The Franklin’s Tale  The Franklin is a wonderful character: this- worldly, no saint, but good and wise, an ideal landowner and citizen.  The story is marvelous: poignant, plausible in characterization. Depicts an ideal marriage, characterized by mutual sovereignty.

Dorigen & Arveragus  Arveragus vows never to exercise his authority against Dorigen’s will.  He will preserve his authority only in name, for the sake of his honor.  A synthesis of the dynamics of courtly love with the form of marriage.
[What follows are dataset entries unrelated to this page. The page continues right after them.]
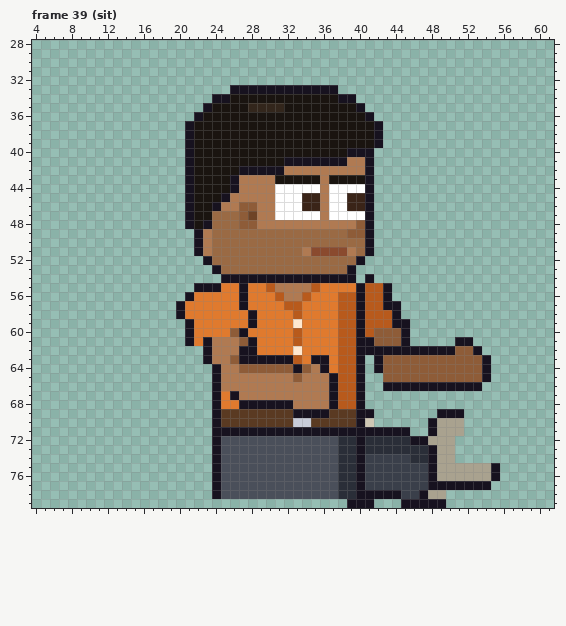
Two states of a pixel-art file, sprites/expo/expo_vendo_right_anim.aseprite. Above, as it was before the edit.
64x80 pixels, 85 frames. Colours within 5 levels of each other are drawn and written as one. Shown: frame 39 (sit): x 4..61, y 28..79. The commit also changed other frames, which this record leaves out.
Now the later version:
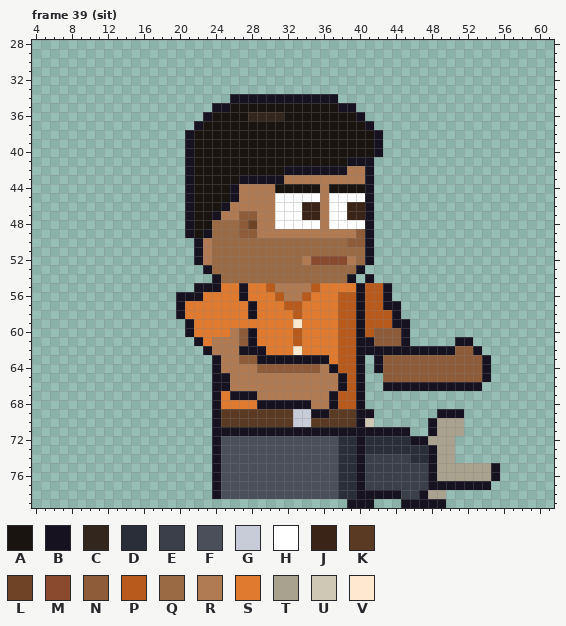
Palette (. is transparent): A #1a1410  B #17121f  C #33261c  D #2a2e38  E #3a3f4a  F #4a4f5a  G #c8ccd8  H #ffffff  J #3a2418  K #5a3a22  L #6e4326  M #8a4a2e  N #8e5c38  P #b85a1c  Q #9a6a44  R #b07a52  S #e07a2e  T #a9a28f  U #cfc8b5  V #ffe8d0
Diff:
Frame 39 (sit):
y 33: x 26..37 BBBBBBBBBBBB -> ............
y 34: x 24..39 BBAAAAAAAAAAAABB -> ..BBBBBBBBBBBB..
y 35: x 23..25 BAA -> .BB; x 28..31 CCCC -> AAAA; x 38..40 AAB -> BB.
y 36: x 22..23 BA -> .B; x 28..31 AAAA -> CCCC; x 40..41 AB -> B.
y 37: x 21..22 BA -> .B; x 41..42 AB -> B.
y 40: x 39..42 BBB. -> AAAB
y 41: x 32..40 BBBBBBBRR -> AAAAAAABB
y 42: x 27..38 BBBBBRRRRRRR -> AAAAABBBBBBB
y 43: x 26..35 BRRRRAAAAA -> ABBBBBRRRR; x 37..40 AAAA -> RRRR
y 44: x 31..35 HHHHH -> AAAAA; x 37..40 HHHH -> AAAA
y 45: x 25..26 BR -> AB; x 34..35 JJ -> HH; x 39..40 JJ -> HH
y 46: x 24..25 BR -> AB; x 27..28 NN -> RR
y 47: x 24..26 QQQ -> BRR; x 28 L -> N; x 34..35 HH -> JJ; x 39..40 HH -> JJ
y 48: x 23 B -> A; x 28 N -> L; x 31..35 RRRRR -> HHHHH; x 37..40 RRRN -> HHHH
y 49: x 21..23 .BR -> BAB; x 27..39 QQQQQQQQQQQQN -> NNRRRRRRRRRRR
y 50: x 39..40 QQ -> NN
y 51: x 34..39 RMMMMR -> QQQQQQ
y 52: x 22..23 .B -> BR; x 34..41 QQQQQQB. -> RMMMMRQB
y 53: x 23..24 .B -> BQ; x 39..40 B. -> QB
y 54: x 24..38 .BBBBBBBBBBBBBB -> BQQQQQQQQQQQQQQ
y 56: x 20 . -> B; x 22 S -> B
y 57: x 27..28 BS -> SB
y 59: x 28 B -> S
y 60: x 26..28 NBS -> RNB
y 61: x 21..23 BSB -> .BS
y 62: x 29 S -> B
y 63: x 23..24 BR -> .B; x 26..28 NBB -> RNN; x 33..34 PS -> BB
y 64: x 27..28 NN -> RR; x 33 B -> N; x 35..37 RBS -> NRB
y 65: x 25 R -> B; x 33 N -> R; x 37..38 BP -> RB
y 66: x 25 R -> B; x 37..38 BP -> RB
y 67: x 27..28 RR -> BB
y 68: x 27..28 BB -> SS; x 33..34 RR -> BB
y 69: x 33..34 BB -> GG
Boxes around the changes in both pictures, in picture pixels (x1, y1, x2, y2):
changed: (176, 85, 383, 418)
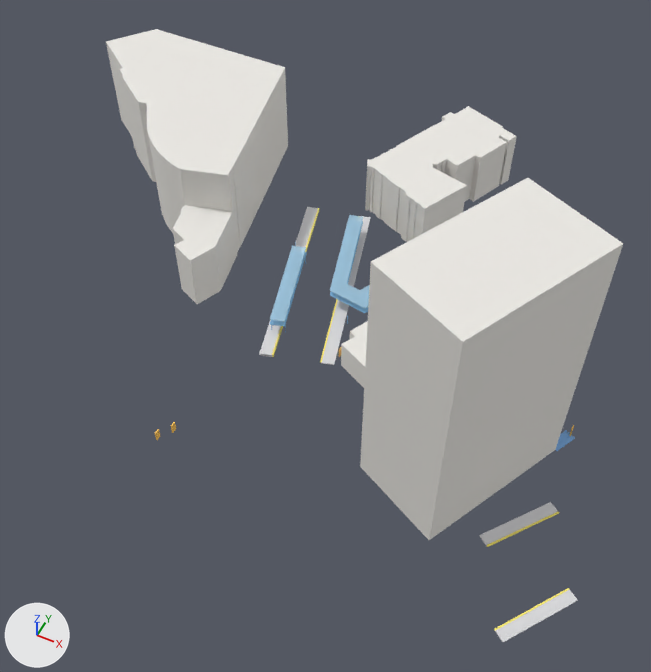
Before and after pictures for a commit that changed the glTF model bern-research/stations/models/8571393-bern-eigerplatz.glb.
One viewpoint serves both versions: a 50 mm camera at (73.8, -127.4, 151.3) aimed at (16.5, -12.8, 8.0). Every picture has the same lights, and +X, +Y and +Z are marked at lower left. The older version comes first. Vertices at exactly the same position are counted once.

The scene before the commit, as lines of its bpy script (objects in view):
```python
me_boarding_edge_0 = bpy.data.meshes.new('boarding_edge@0')
me_boarding_edge_0.from_pydata(...)  # 40 vertices, 60 faces; spans x -8.1..79.8, y -54.9..34.7, z -0.6..1.1
me_boarding_edge_0.materials.append(mat_boarding_edge)  # yellow #f7e76f
me_building_part_x = bpy.data.meshes.new('building_part@x')
me_building_part_x.from_pydata(...)  # 264 vertices, 528 faces; spans x -75.9..68.5, y -43.5..72.0, z 0.0..56.0
me_building_part_x.materials.append(mat_building_part)  # white #eceae5
me_platform_body_0 = bpy.data.meshes.new('platform_body@0')
me_platform_body_0.from_pydata(...)  # 40 vertices, 60 faces; spans x -10.8..81.7, y -56.2..35.4, z -0.6..1.1
me_platform_body_0.materials.append(mat_platform_body)  # light grey #dadadd
me_roof_0 = bpy.data.meshes.new('roof@0')
me_roof_0.from_pydata(...)  # 24 vertices, 40 faces; spans x -5.0..25.7, y -11.0..29.6, z 4.3..4.5
me_roof_0.materials.append(mat_roof)  # blue #b3ddf6
ob_boarding_edge_0 = bpy.data.objects.new('boarding_edge@0', me_boarding_edge_0)
ob_boarding_edge_0.location = (0.0, 0.0, 0.0)
ob_building_part_x = bpy.data.objects.new('building_part@x', me_building_part_x)
ob_building_part_x.location = (0.0, 0.0, 0.0)
ob_platform_body_0 = bpy.data.objects.new('platform_body@0', me_platform_body_0)
ob_platform_body_0.location = (0.0, 0.0, 0.0)
ob_roof_0 = bpy.data.objects.new('roof@0', me_roof_0)
ob_roof_0.location = (0.0, 0.0, 0.0)
```
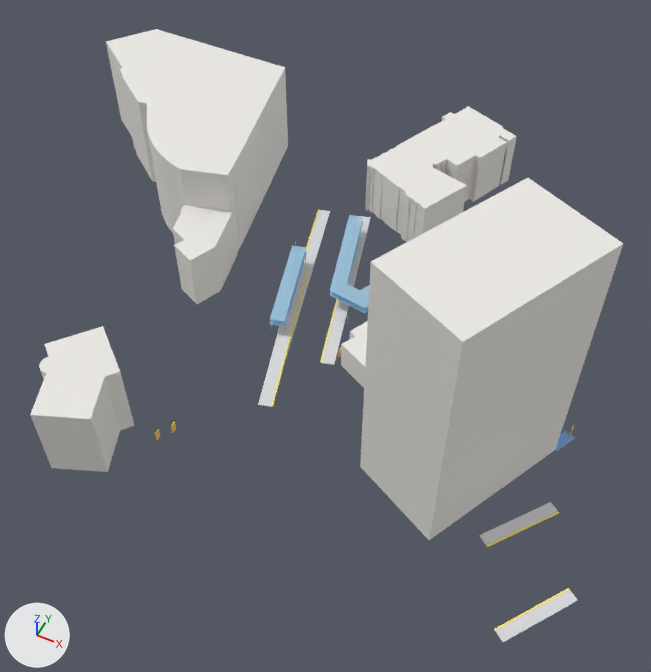
Location of each change, (x1, y1, x2, y2) in pixels of the pictures (651 x 672 px; the box of a moved part takes in the faces that stretch with it):
'building_part@x', reshaped (15% wider)
    before: (106, 29, 623, 540)
    after: (30, 29, 623, 540)
'platform_body@0', reshaped
    before: (259, 207, 578, 642)
    after: (258, 210, 578, 642)
'boarding_edge@0', reshaped
    before: (272, 208, 569, 631)
    after: (271, 209, 569, 631)
part 1 of me_boarding_edge_0, moved or reshaped
    before: (272, 208, 319, 356)
    after: (271, 269, 309, 407)
part 2 of me_platform_body_0, moved or reshaped
    before: (259, 354, 272, 357)
    after: (286, 210, 330, 357)
part 3 of me_platform_body_0, moved or reshaped
    before: (259, 207, 318, 356)
    after: (258, 268, 307, 407)
part 4 of me_building_part_x, added
    after: (30, 326, 135, 472)

The change, as a list of edits to the scene's bpy script:
```text
Change me_boarding_edge_0:
    where me_boarding_edge_0.from_pydata(...)  # 40 vertices, 60 faces; spans x -8.1..79.8, y -54.9..34.7, z -0.6..1.1
    used by ob_boarding_edge_0; location = (0.0, 0.0, 0.0)
    me_boarding_edge_0 part 1: the loose piece of 8 vertices spanning x -8.1..5.6, y -16.7..32.3, z -0.2..0.0 is scaled about its middle by (-0.918, -0.821, 1), then moved by (7.2, -16.8, 0.0)
Change me_platform_body_0:
    used by ob_platform_body_0; location = (0.0, 0.0, 0.0)
    remove me_platform_body_0.from_pydata(...)  # 40 vertices, 60 faces; spans x -10.8..81.7, y -56.2..35.4, z -0.6..1.1
    add me_platform_body_0.from_pydata(...)  # 40 vertices, 60 faces; spans x -7.9..81.7, y -56.2..35.4, z -0.6..1.1
    me_platform_body_0 part 2: the loose piece of 8 vertices spanning x -10.8..5.4, y -17.5..32.2, z -0.6..-0.4 is moved by (2.9, 0.8, 0.0)
    me_platform_body_0 part 3
    me_platform_body_0.vertices[8].co: (2.5, -17.5, 0.0) -> (-0.2, 11.1, 0.0)  # pixel (259, 353) -> pixel (307, 269)
    me_platform_body_0.vertices[9].co: (5.4, -16.7, 0.0) -> (-3.0, 10.2, 0.0)  # pixel (272, 355) -> not seen
    me_platform_body_0.vertices[10].co: (2.5, -17.5, -0.2) -> (-0.2, 11.1, -0.2)  # pixel (259, 354) -> pixel (307, 269)
    me_platform_body_0.vertices[11].co: (5.4, -16.7, -0.2) -> (-3.0, 10.2, -0.2)  # pixel (272, 356) -> not seen
    me_platform_body_0.vertices[12].co: (-10.8, 31.4, 0.0) -> (12.1, -29.1, 0.0)  # pixel (307, 206) -> pixel (272, 406)
    me_platform_body_0.vertices[13].co: (-7.9, 32.2, 0.0) -> (9.3, -30.0, 0.0)  # pixel (318, 208) -> pixel (258, 404)
    me_platform_body_0.vertices[14].co: (-10.8, 31.4, -0.2) -> (12.1, -29.1, -0.2)  # pixel (307, 207) -> pixel (272, 407)
    me_platform_body_0.vertices[15].co: (-7.9, 32.2, -0.2) -> (9.3, -30.0, -0.2)  # pixel (318, 209) -> pixel (258, 405)
Change me_building_part_x:
    used by ob_building_part_x; location = (0.0, 0.0, 0.0)
    remove me_building_part_x.from_pydata(...)  # 264 vertices, 528 faces; spans x -75.9..68.5, y -43.5..72.0, z 0.0..56.0
    add me_building_part_x.from_pydata(...)  # 294 vertices, 584 faces; spans x -75.9..68.5, y -62.1..72.0, z 0.0..56.0
    me_building_part_x part 4: a new loose piece of 30 vertices spanning x -28.2..-9.1, y -62.1..-37.9, z 0.0..17.5, in mat_building_part (white #eceae5)
```
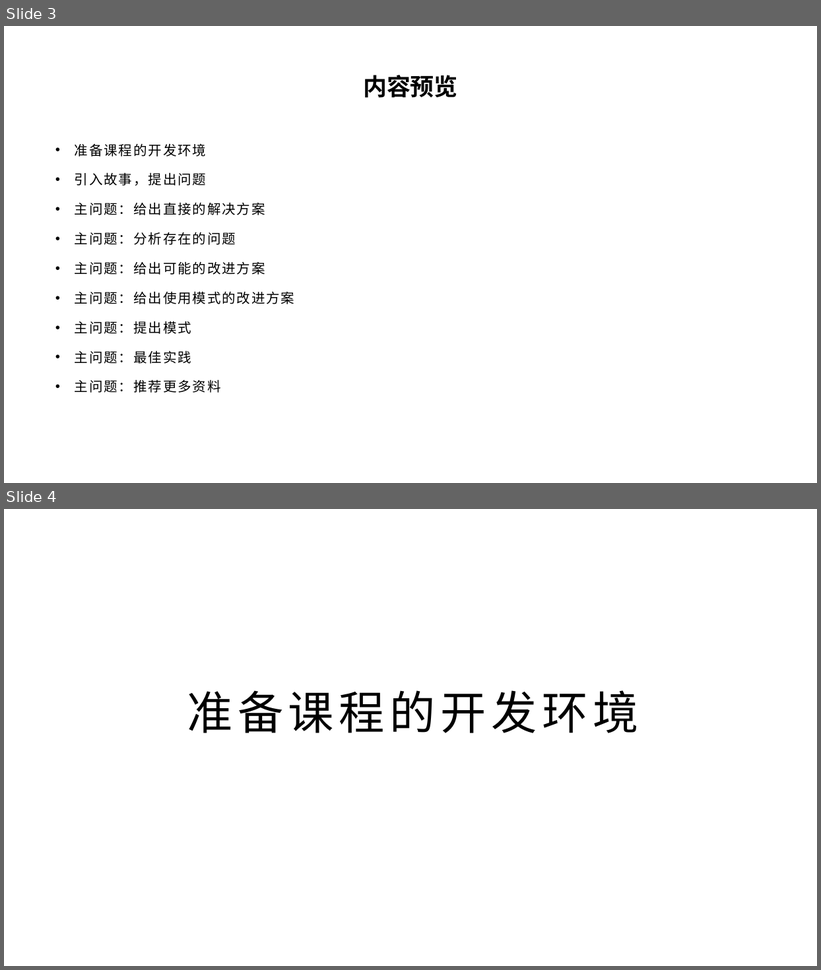
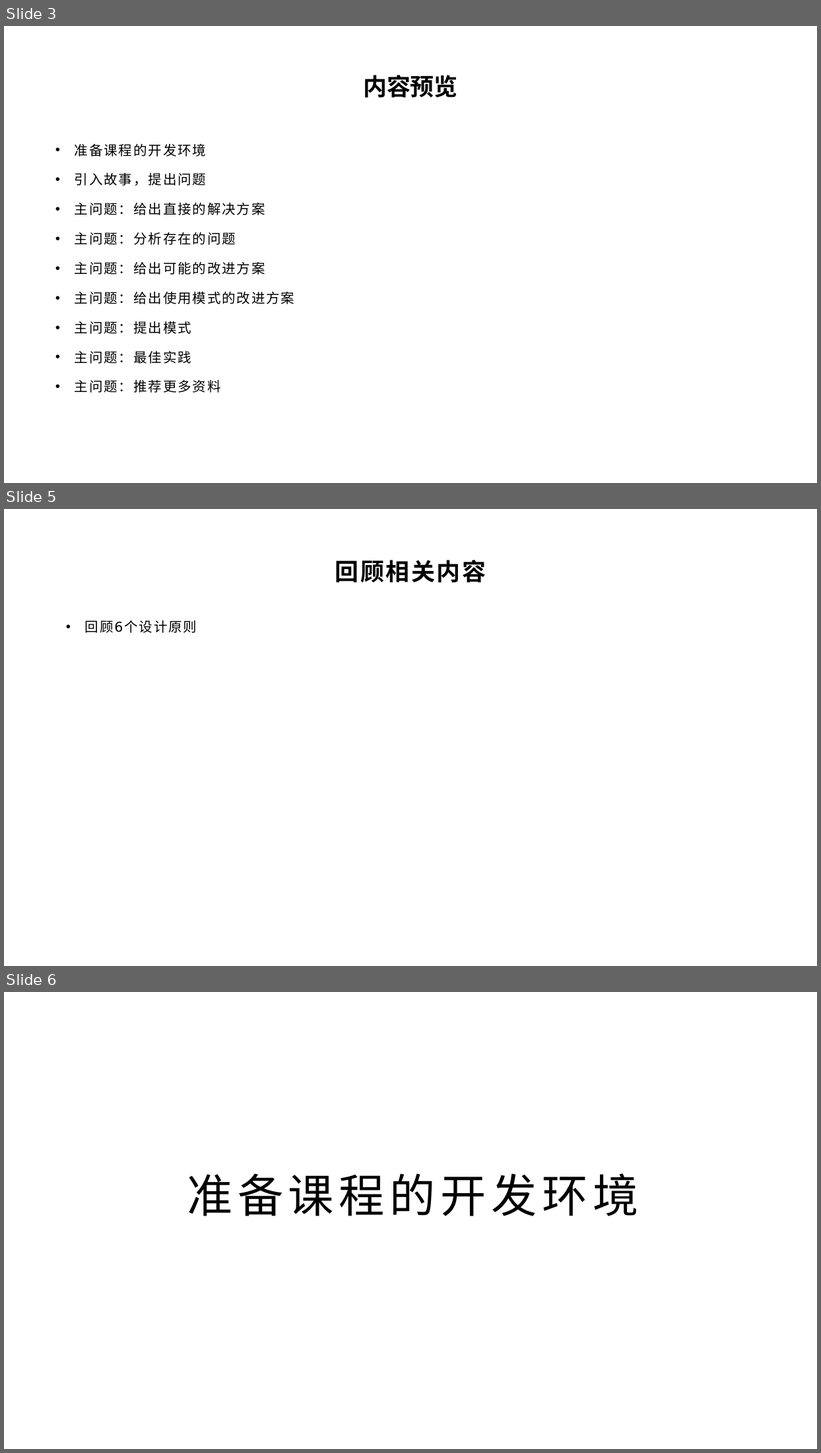
Before and after one commit to yyc-git/3DProgramPattern, a slide deck: packages/依赖隔离模式/依赖隔离模式.pptx. Shown one above the other, each under a label of ours: slides 3 and 4 before the commit, slides 3, 5 and 6 after it; the slides between them are not shown. The pictures are 821x970 and 821x1453 pixels, drawn with LibreOffice and Linux fonts; fonts in the diff are those of the drawing; background and template pictures are left out. Boxes give left, top, right and bottom in pixels: in the first picture for what was removed or moved away, otherwise in the second. Text is boxed around its words. In the diff, an @@ line names an element or a change of style, - is before the commit and + after.

```diff
--- a/packages/依赖隔离模式/依赖隔离模式.pptx
+++ b/packages/依赖隔离模式/依赖隔离模式.pptx
@@ slide 5 added at box(4, 509, 817, 966), background picture (left out) @@
@@ title added at box(335, 560, 486, 583), 28 pt, text #000000, bold @@
+回顾相关内容
@@ text added at box(85, 620, 197, 633), 16 pt, text #000000 @@
+• 回顾6个设计原则
@@ what was slide 4 is now slide 6 @@
```
Also in this commit, not shown: 1 other slide added, 1 other file.

Similarities to Aristotle  The wife rightly exercises authority over all matters internal to the household. Only a foolish, tyrannical husband would seek to interfere with his wife’s legitimate authority, rooted in her natural aptitudes.  The husband’s role: generating income, managing the external relations of the household, including civic politics.

The Point of the Tale  “Lovers must be ready to obey one another, if they would long keep company.”  Ideally, we look for “lordship set in servitude.” This reflects Christ’s teaching that the greatest Christian is the servant of others.  Patience is the “conquering virtue”. True power is rooted in self-mastery.  The role of “nobleness” (code of honor) as a source of virtue.